If you want to store the cached tokens in an alternate location, you can specify the desired location in the credentialCacheDir parameter of the snowflake.createConnection() function. You can specify either a relative or absolute path, as shown below:

Relative path

const connection = snowflake.createConnection({
          credentialCacheDir: "../../<folder name>",
});

Copy

Absolute path

const connection = snowflake.createConnection({
          credentialCacheDir: "C:\\<folder name>\\<subfolder name>",
});

Copy

If you do not configure credentialCacheDir, the Snowflake Node.js driver uses $HOME/temporary_credential.json to store the credentials.

Use a custom credential manager¶

The Snowflake node.js driver provides a default credential manager, which uses a local JSON file to store the credentials. When no credential manager is explicitly configured, the driver will use this default credential manager.

If you prefer not to use the default credential manager, you can create a custom credential manager. A custom credential manager must meet the following requirements:

It must minimally contain read, write, and remove functions. You can include other functions as well.
It must be an object data type.

The following example shows a template for minimal custom credential manager.

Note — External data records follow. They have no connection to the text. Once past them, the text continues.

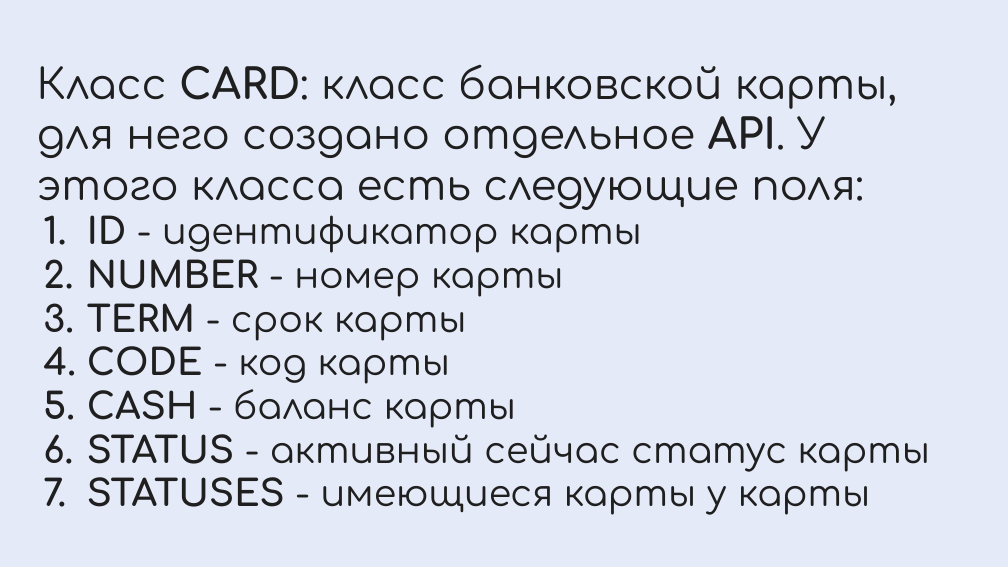
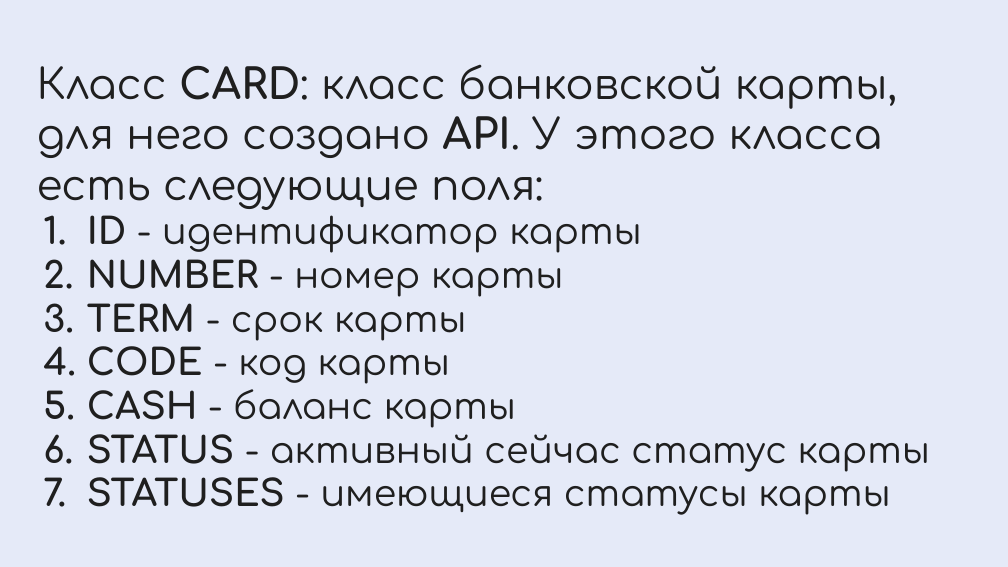
Before and after one commit to MMeadow9/Shop, a slide deck: slide 8 of documentation/Онлайн Магазин.pptx. Drawn at 1008x567 pixels with LibreOffice and Linux fonts; fonts in the diff are those of the drawing. Boxes give left, top, right and bottom in pixels: in the first picture for what was removed or moved away, otherwise in the second. Text is boxed around its words. In the diff, an @@ line names an element or a change of style, - is before the commit and + after.

```diff
--- a/documentation/Онлайн Магазин.pptx
+++ b/documentation/Онлайн Магазин.pptx
@@ text at [37, 64, 897, 210]: text changed @@
-Класс CARD: класс банковской карты, для него создано отдельное API. У этого класса есть следующие поля:
+Класс CARD: класс банковской карты, для него создано API. У этого класса есть следующие поля:
@@ text at [87, 465, 890, 515]: text changed @@
-7. STATUSES - имеющиеся карты у карты
+7. STATUSES - имеющиеся статусы карты
```
Also in this commit, not shown: 8 other slides changed, 3 slides added, 1 slide removed, 1 other file.
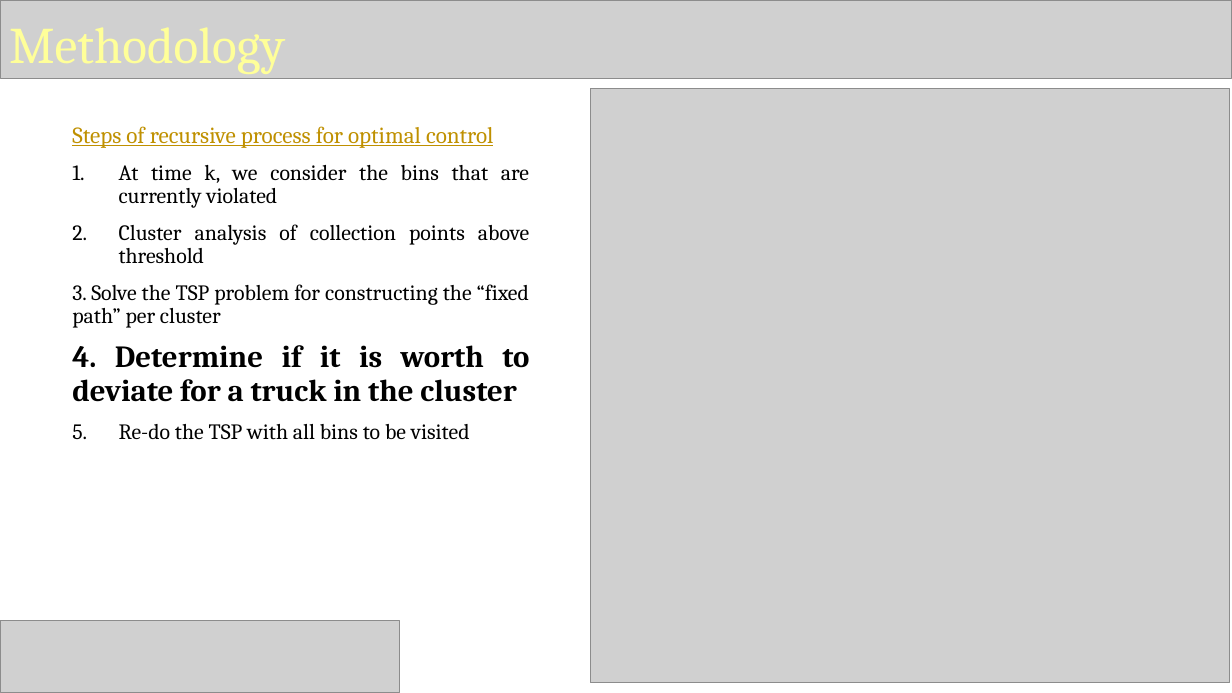
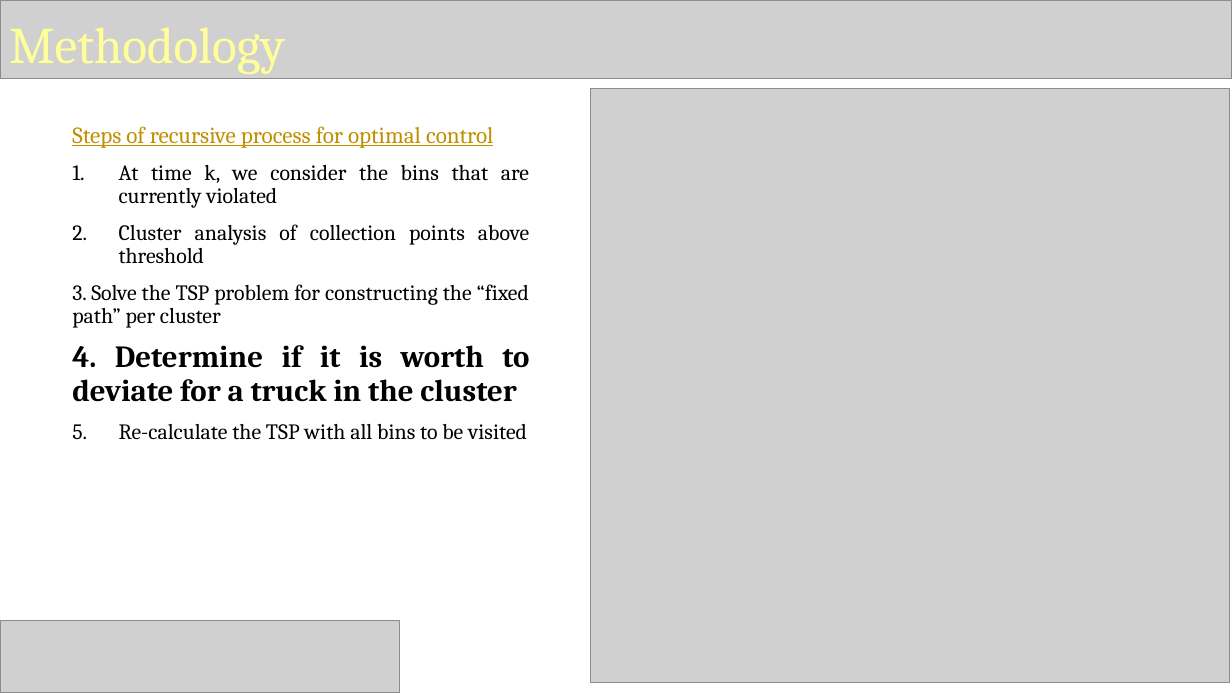
Before and after one commit to MariaFdez/StochasticModels, a slide deck: slide 13 of presentation_Stochastics_final.pptm. Drawn at 1232x693 pixels with LibreOffice and Linux fonts; fonts in the diff are those of the drawing; grey boxes stand for pictures. Boxes give left, top, right and bottom in pixels: in the first picture for what was removed or moved away, otherwise in the second. Text is boxed around its words. In the diff, an @@ line names an element or a change of style, - is before the commit and + after.

```diff
--- a/presentation_Stochastics_final.pptm
+++ b/presentation_Stochastics_final.pptm
@@ subtitle at (119, 424, 527, 440): text changed @@
-5. Re-do the TSP with all bins to be visited
+5. Re-calculate the TSP with all bins to be visited
```
Also in this commit, not shown: 10 other slides changed, 1 slide added, 1 slide removed, 3 other files.
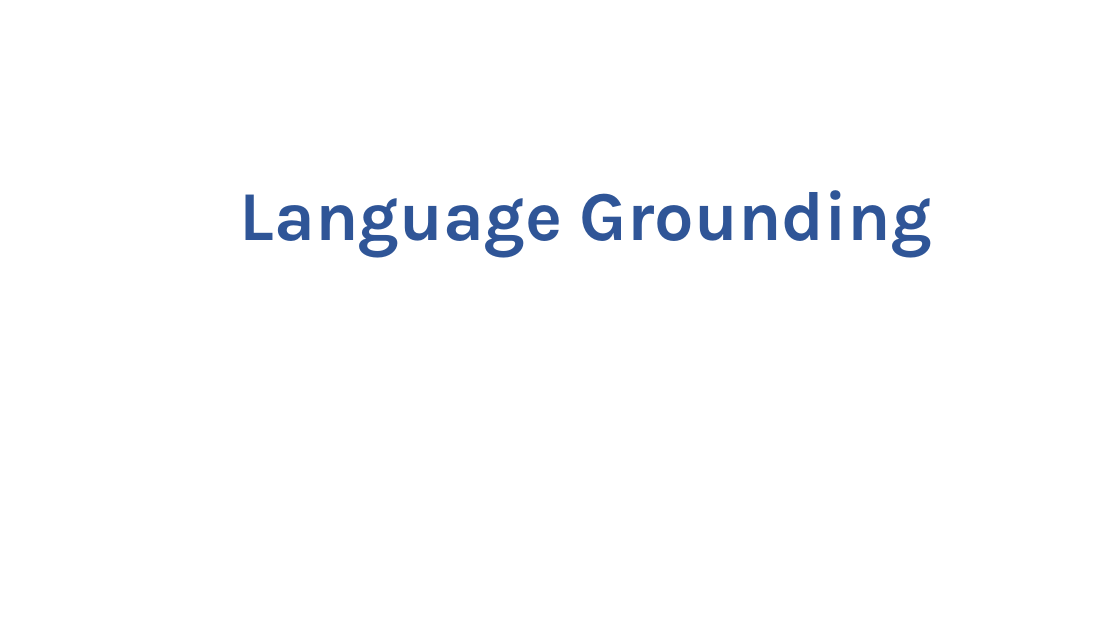
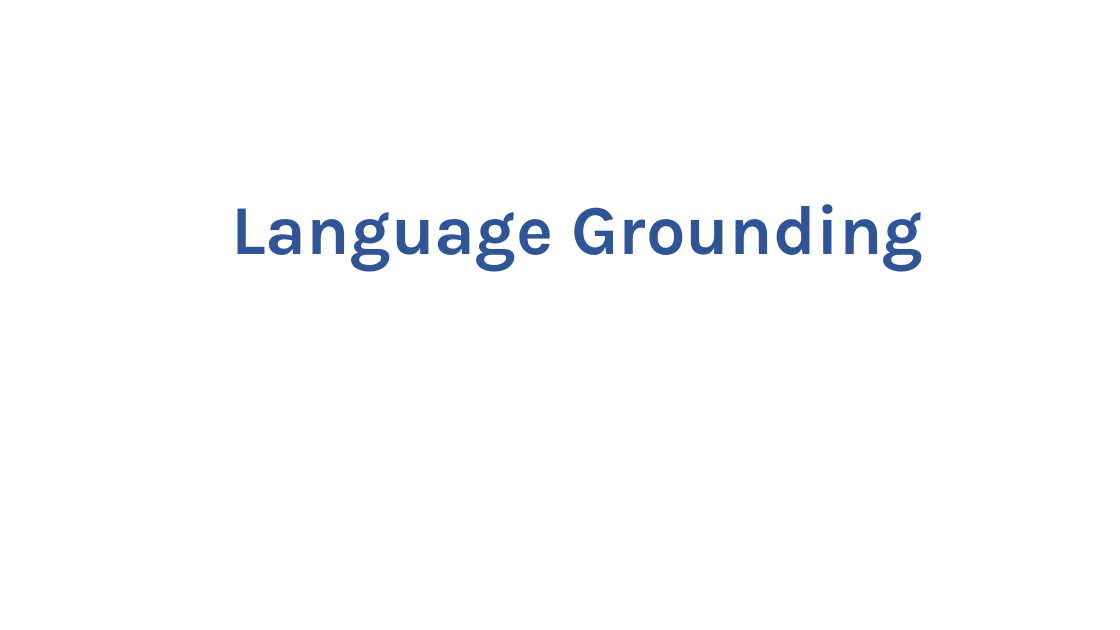
Before and after one commit to bkuriach/language-grounding, a slide deck: slide 1 of docs/language-grouding.pptx. Drawn at 1120x630 pixels with LibreOffice and Linux fonts; fonts in the diff are those of the drawing. Boxes give left, top, right and bottom in pixels: in the first picture for what was removed or moved away, otherwise in the second. Text is boxed around its words. In the diff, an @@ line names an element or a change of style, - is before the commit and + after.

Commit message:
adding deck

```diff
--- a/docs/language-grouding.pptx
+++ b/docs/language-grouding.pptx
@@ title "Language Grounding": place and size @@
-title "Language Grounding" at <box>240,190,932,256</box>
+title "Language Grounding" at <box>231,204,923,271</box>
```
Also in this commit, not shown: 7 slides added, 2 slides removed, 3 other files.

const sampleCustomManager = {
  read: function (key) {
  //(do something with the key)
    return token;
  },
  write: function (key, token) {
  //(do something with the key and token)
  },
  remove: function (key) {
    //(do something with the key)
  }
};

Copy

After completing your custom credential manager, you can configure it for the driver in the snowflake.configure() method, as shown. This example reflects MFA tokens, though you can also create custom credential managers for SSO tokens.

const myCredentialManager = require('<your custom credential manager module>')
const snowflake = require('snowflake-sdk');

snowflake.configure({
  customCredentialManager: myCredentialManager
})

const connection = snowflake.createConnection({
  account: process.env.SNOWFLAKE_TEST_ACCOUNT,
  database: process.env.SNOWFLAKE_TEST_DATABASE,
  schema: process.env.SNOWFLAKE_TEST_SCHEMA,
  warehouse: process.env.SNOWFLAKE_TEST_WAREHOUSE,
  authenticator: 'USERNAME_PASSWORD_MFA',
  clientRequestMFAToken: true,
});

Copy

Although the Snowflake Node.js driver provides a plugin-like interface to implement and use custom credential managers, Snowflake is not responsible for creating, implementing, or supporting custom credential managers for the customers.